* What you need to do
Below are several entries. Transcribe exactly those lines that fall from the one with "Before and after one commit to" through the one with "Also in this", end lines included.

---------- Supplied material

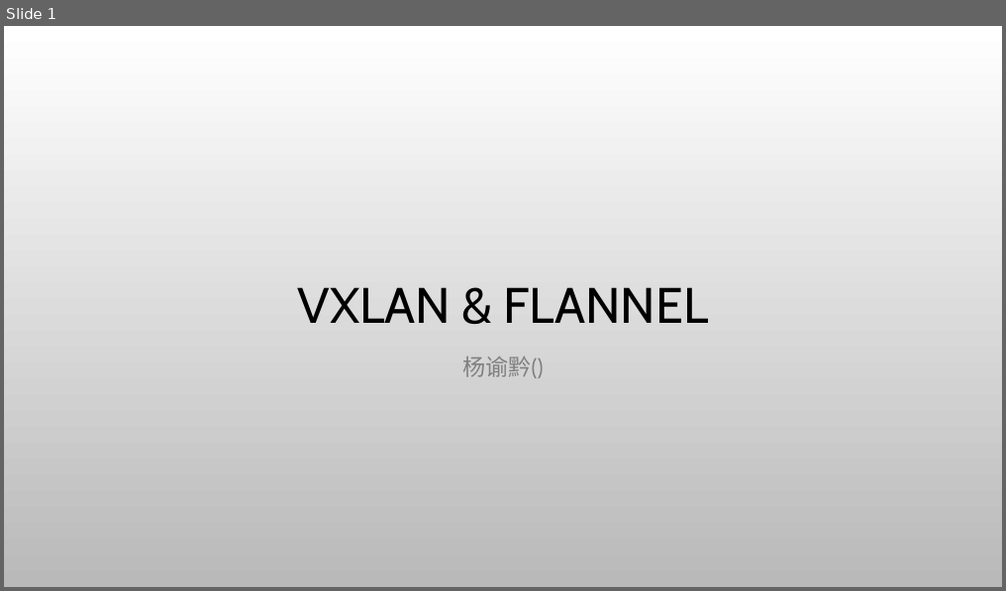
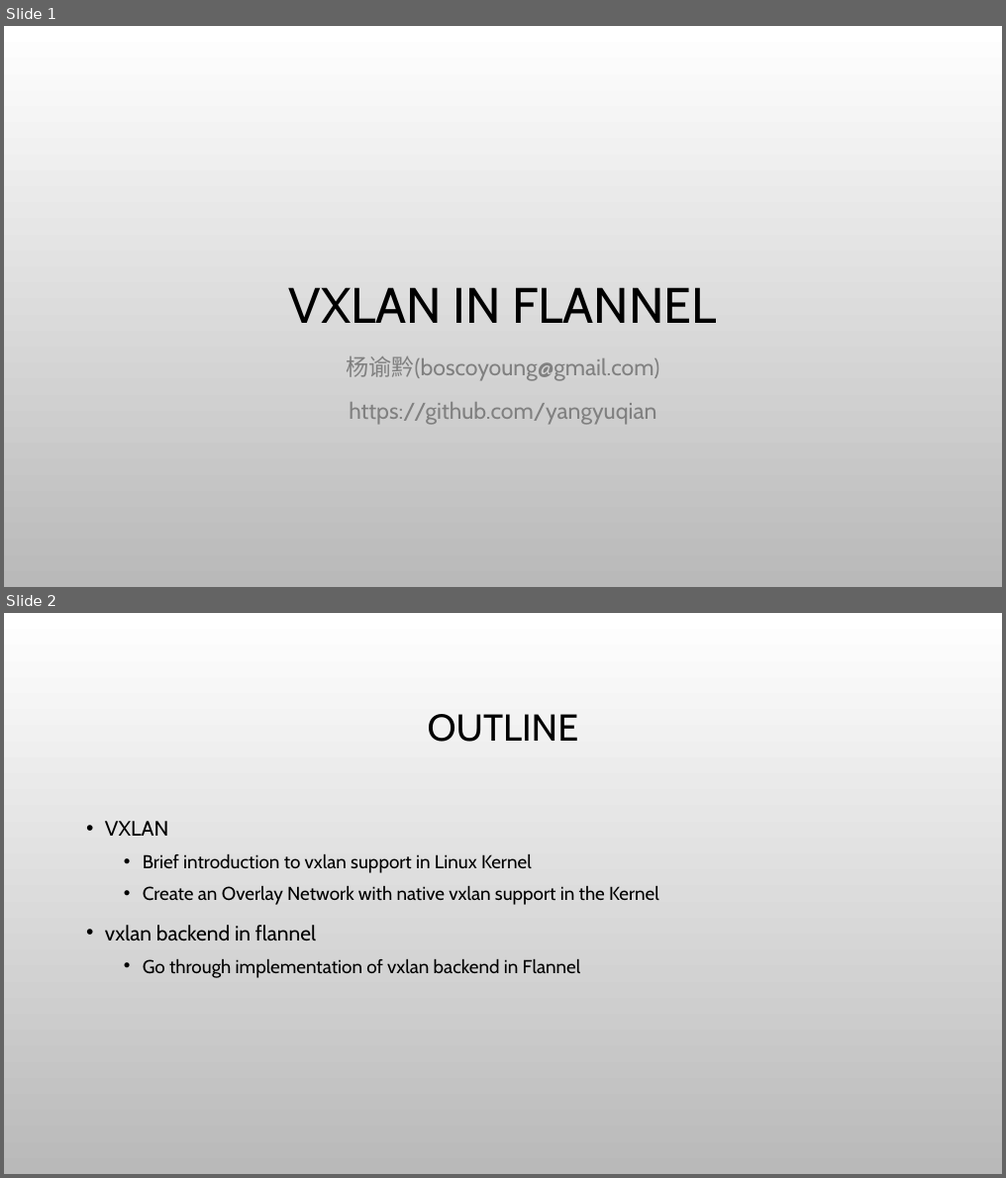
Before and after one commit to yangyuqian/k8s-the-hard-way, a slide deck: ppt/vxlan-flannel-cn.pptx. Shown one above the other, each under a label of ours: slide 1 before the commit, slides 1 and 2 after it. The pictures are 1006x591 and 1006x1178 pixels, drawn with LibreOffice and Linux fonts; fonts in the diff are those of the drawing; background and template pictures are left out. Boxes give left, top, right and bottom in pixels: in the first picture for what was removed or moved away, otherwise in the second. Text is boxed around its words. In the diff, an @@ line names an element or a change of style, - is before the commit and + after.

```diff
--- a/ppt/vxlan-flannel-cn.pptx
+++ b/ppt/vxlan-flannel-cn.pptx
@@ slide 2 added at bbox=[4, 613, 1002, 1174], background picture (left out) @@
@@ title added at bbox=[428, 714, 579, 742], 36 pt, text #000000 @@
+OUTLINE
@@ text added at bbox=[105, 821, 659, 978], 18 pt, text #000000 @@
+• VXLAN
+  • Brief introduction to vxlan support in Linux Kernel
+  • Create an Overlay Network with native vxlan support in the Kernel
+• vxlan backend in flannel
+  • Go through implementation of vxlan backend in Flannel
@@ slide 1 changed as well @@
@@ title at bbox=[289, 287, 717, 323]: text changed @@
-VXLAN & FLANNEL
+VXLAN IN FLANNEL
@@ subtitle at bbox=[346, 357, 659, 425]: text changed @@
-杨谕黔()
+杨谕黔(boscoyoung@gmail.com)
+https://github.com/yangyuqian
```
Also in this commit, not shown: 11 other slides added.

--------------------
---------- Supplied material

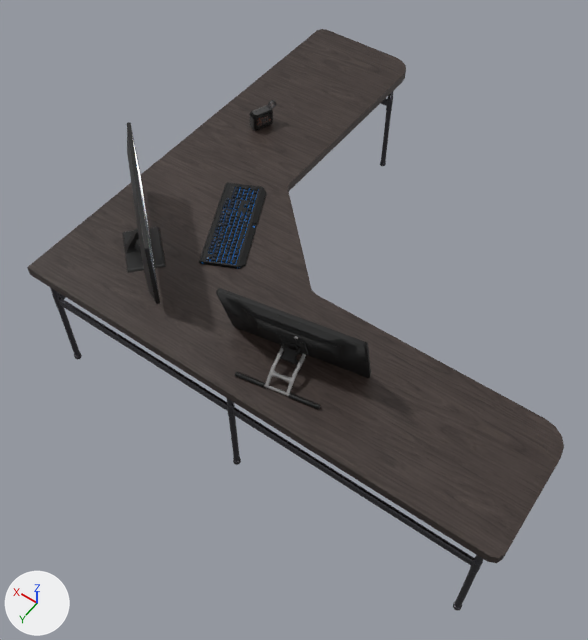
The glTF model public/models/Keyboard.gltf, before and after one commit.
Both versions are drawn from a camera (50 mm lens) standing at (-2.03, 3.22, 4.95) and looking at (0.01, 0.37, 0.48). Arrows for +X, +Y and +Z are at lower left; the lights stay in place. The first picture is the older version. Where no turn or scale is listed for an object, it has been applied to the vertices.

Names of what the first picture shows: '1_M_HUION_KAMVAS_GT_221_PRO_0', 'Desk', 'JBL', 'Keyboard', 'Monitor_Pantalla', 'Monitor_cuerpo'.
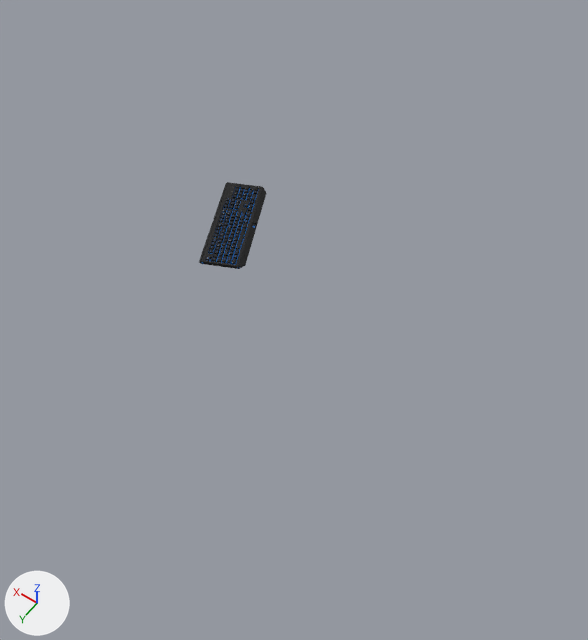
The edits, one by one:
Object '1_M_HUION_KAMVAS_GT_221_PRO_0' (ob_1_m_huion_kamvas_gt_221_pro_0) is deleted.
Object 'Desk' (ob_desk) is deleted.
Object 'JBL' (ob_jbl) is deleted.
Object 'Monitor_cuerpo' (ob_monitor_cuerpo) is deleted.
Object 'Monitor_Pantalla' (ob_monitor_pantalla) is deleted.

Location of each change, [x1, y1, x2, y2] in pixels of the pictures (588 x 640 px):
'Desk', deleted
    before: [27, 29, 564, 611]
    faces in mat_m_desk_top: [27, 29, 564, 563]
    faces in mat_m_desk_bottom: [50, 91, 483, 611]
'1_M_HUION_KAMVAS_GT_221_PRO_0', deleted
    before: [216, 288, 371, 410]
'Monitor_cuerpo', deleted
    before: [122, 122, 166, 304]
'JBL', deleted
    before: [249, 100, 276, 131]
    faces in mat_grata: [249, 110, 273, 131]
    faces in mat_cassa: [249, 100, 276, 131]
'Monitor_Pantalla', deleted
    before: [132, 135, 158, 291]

--------------------

* Task response
Before and after one commit to yangyuqian/k8s-the-hard-way, a slide deck: ppt/vxlan-flannel-cn.pptx. Shown one above the other, each under a label of ours: slide 1 before the commit, slides 1 and 2 after it. The pictures are 1006x591 and 1006x1178 pixels, drawn with LibreOffice and Linux fonts; fonts in the diff are those of the drawing; background and template pictures are left out. Boxes give left, top, right and bottom in pixels: in the first picture for what was removed or moved away, otherwise in the second. Text is boxed around its words. In the diff, an @@ line names an element or a change of style, - is before the commit and + after.

```diff
--- a/ppt/vxlan-flannel-cn.pptx
+++ b/ppt/vxlan-flannel-cn.pptx
@@ slide 2 added at bbox=[4, 613, 1002, 1174], background picture (left out) @@
@@ title added at bbox=[428, 714, 579, 742], 36 pt, text #000000 @@
+OUTLINE
@@ text added at bbox=[105, 821, 659, 978], 18 pt, text #000000 @@
+• VXLAN
+  • Brief introduction to vxlan support in Linux Kernel
+  • Create an Overlay Network with native vxlan support in the Kernel
+• vxlan backend in flannel
+  • Go through implementation of vxlan backend in Flannel
@@ slide 1 changed as well @@
@@ title at bbox=[289, 287, 717, 323]: text changed @@
-VXLAN & FLANNEL
+VXLAN IN FLANNEL
@@ subtitle at bbox=[346, 357, 659, 425]: text changed @@
-杨谕黔()
+杨谕黔(boscoyoung@gmail.com)
+https://github.com/yangyuqian
```
Also in this commit, not shown: 11 other slides added.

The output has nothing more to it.